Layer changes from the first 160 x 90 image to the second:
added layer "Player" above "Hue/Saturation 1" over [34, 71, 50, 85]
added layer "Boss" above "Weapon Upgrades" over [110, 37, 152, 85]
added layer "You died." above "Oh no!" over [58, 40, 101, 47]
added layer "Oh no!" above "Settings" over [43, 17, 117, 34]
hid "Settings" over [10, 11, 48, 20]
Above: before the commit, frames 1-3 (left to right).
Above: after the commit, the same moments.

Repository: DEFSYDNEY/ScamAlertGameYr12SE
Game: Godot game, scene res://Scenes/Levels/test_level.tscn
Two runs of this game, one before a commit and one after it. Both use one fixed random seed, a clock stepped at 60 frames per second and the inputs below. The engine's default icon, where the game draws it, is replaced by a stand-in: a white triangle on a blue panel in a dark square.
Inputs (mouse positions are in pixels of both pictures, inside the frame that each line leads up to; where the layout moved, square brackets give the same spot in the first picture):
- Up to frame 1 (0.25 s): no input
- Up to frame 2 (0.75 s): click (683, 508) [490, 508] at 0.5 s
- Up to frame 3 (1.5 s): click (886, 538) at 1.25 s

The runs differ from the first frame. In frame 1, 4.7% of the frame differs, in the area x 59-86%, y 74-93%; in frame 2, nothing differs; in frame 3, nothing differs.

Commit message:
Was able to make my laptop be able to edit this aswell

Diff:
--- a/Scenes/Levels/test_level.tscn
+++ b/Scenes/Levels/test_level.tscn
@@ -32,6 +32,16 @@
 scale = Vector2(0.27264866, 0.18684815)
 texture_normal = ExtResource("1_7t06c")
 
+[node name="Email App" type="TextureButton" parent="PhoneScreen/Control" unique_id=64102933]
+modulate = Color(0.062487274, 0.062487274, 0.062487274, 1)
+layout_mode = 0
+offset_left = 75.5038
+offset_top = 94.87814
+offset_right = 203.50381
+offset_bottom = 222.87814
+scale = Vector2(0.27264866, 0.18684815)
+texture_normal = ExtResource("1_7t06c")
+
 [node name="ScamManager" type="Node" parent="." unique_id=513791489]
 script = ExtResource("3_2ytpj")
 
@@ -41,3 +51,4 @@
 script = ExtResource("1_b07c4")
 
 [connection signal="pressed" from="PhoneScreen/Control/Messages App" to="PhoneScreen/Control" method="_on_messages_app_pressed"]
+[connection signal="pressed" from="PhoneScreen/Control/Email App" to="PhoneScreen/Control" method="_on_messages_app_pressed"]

....................

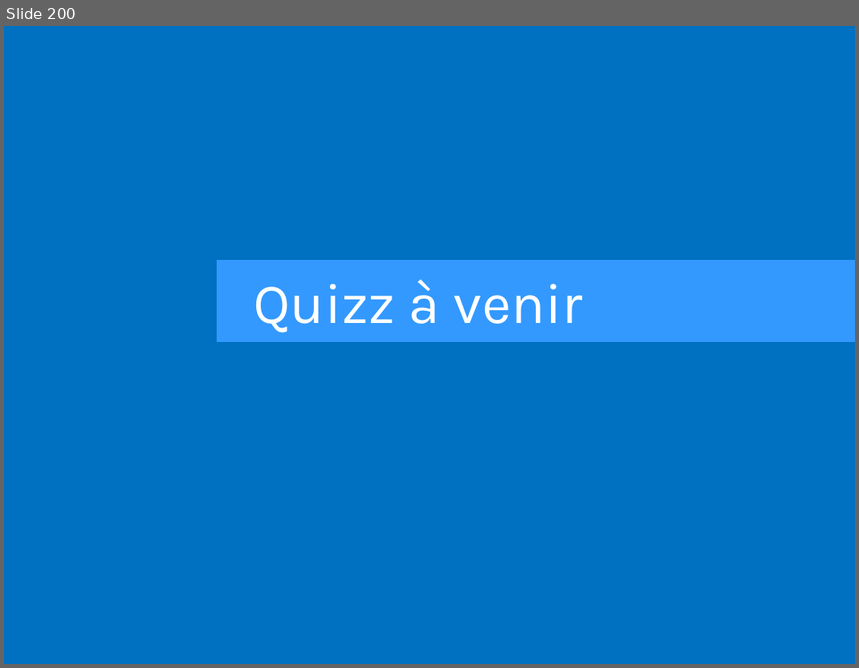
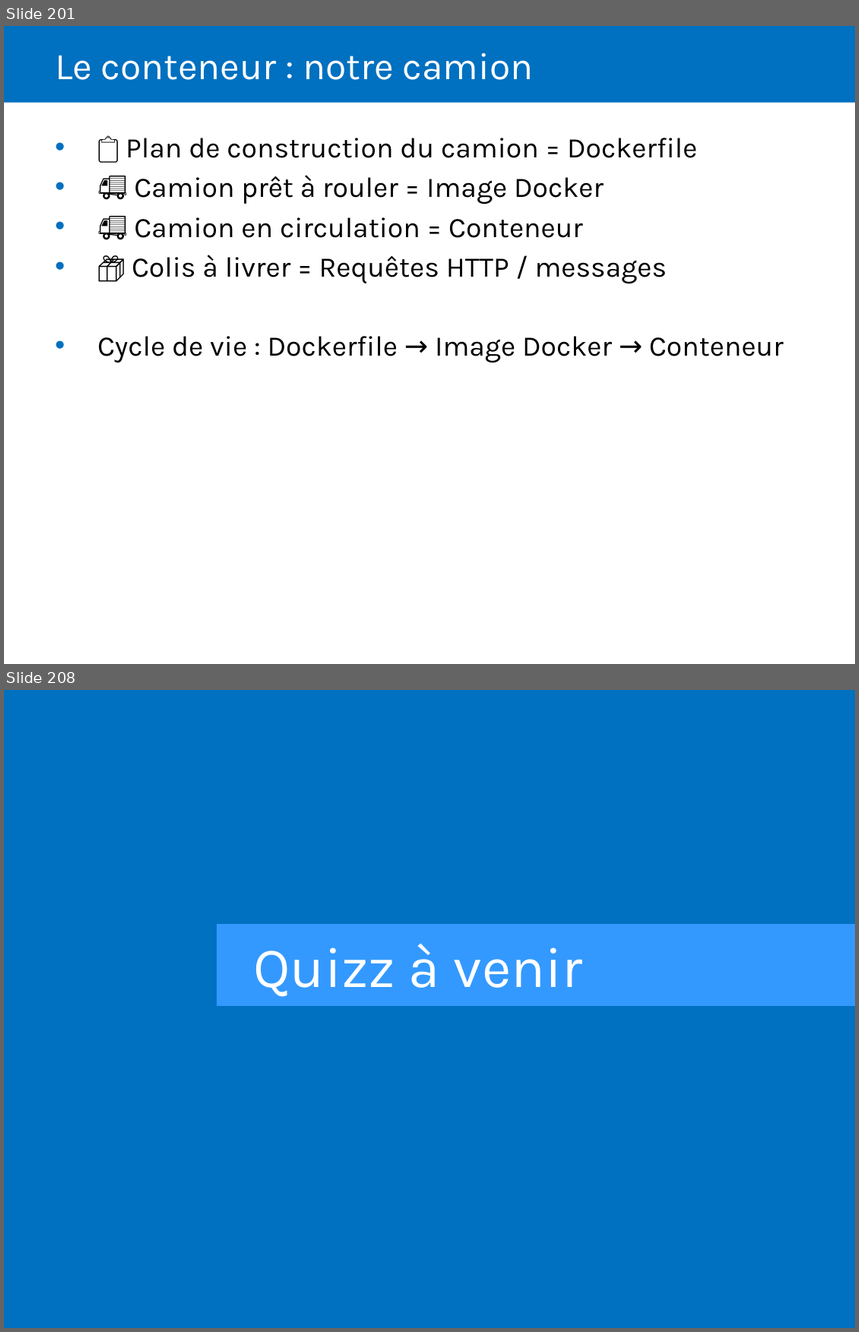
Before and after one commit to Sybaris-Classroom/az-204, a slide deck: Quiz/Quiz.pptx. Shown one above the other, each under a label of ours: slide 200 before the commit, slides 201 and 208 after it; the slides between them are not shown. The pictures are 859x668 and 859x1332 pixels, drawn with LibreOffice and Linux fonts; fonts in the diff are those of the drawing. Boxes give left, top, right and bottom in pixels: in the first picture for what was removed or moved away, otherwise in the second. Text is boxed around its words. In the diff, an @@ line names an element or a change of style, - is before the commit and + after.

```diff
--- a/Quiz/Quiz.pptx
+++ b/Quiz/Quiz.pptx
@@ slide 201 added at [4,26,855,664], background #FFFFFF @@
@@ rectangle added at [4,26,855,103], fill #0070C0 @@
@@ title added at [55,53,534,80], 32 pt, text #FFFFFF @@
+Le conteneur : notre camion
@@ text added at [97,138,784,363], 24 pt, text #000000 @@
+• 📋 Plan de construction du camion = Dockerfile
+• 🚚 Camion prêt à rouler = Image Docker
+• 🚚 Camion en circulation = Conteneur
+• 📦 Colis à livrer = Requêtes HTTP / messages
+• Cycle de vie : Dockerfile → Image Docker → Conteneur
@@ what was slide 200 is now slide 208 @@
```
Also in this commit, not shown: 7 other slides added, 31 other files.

....................

Retype, in the same exact form, the lines of the material above from the line holding "Layer changes from" through the line holding "Game: Godot game, scene".

Solution:
Layer changes from the first 160 x 90 image to the second:
added layer "Player" above "Hue/Saturation 1" over [34, 71, 50, 85]
added layer "Boss" above "Weapon Upgrades" over [110, 37, 152, 85]
added layer "You died." above "Oh no!" over [58, 40, 101, 47]
added layer "Oh no!" above "Settings" over [43, 17, 117, 34]
hid "Settings" over [10, 11, 48, 20]
Above: before the commit, frames 1-3 (left to right).
Above: after the commit, the same moments.

Repository: DEFSYDNEY/ScamAlertGameYr12SE
Game: Godot game, scene res://Scenes/Levels/test_level.tscn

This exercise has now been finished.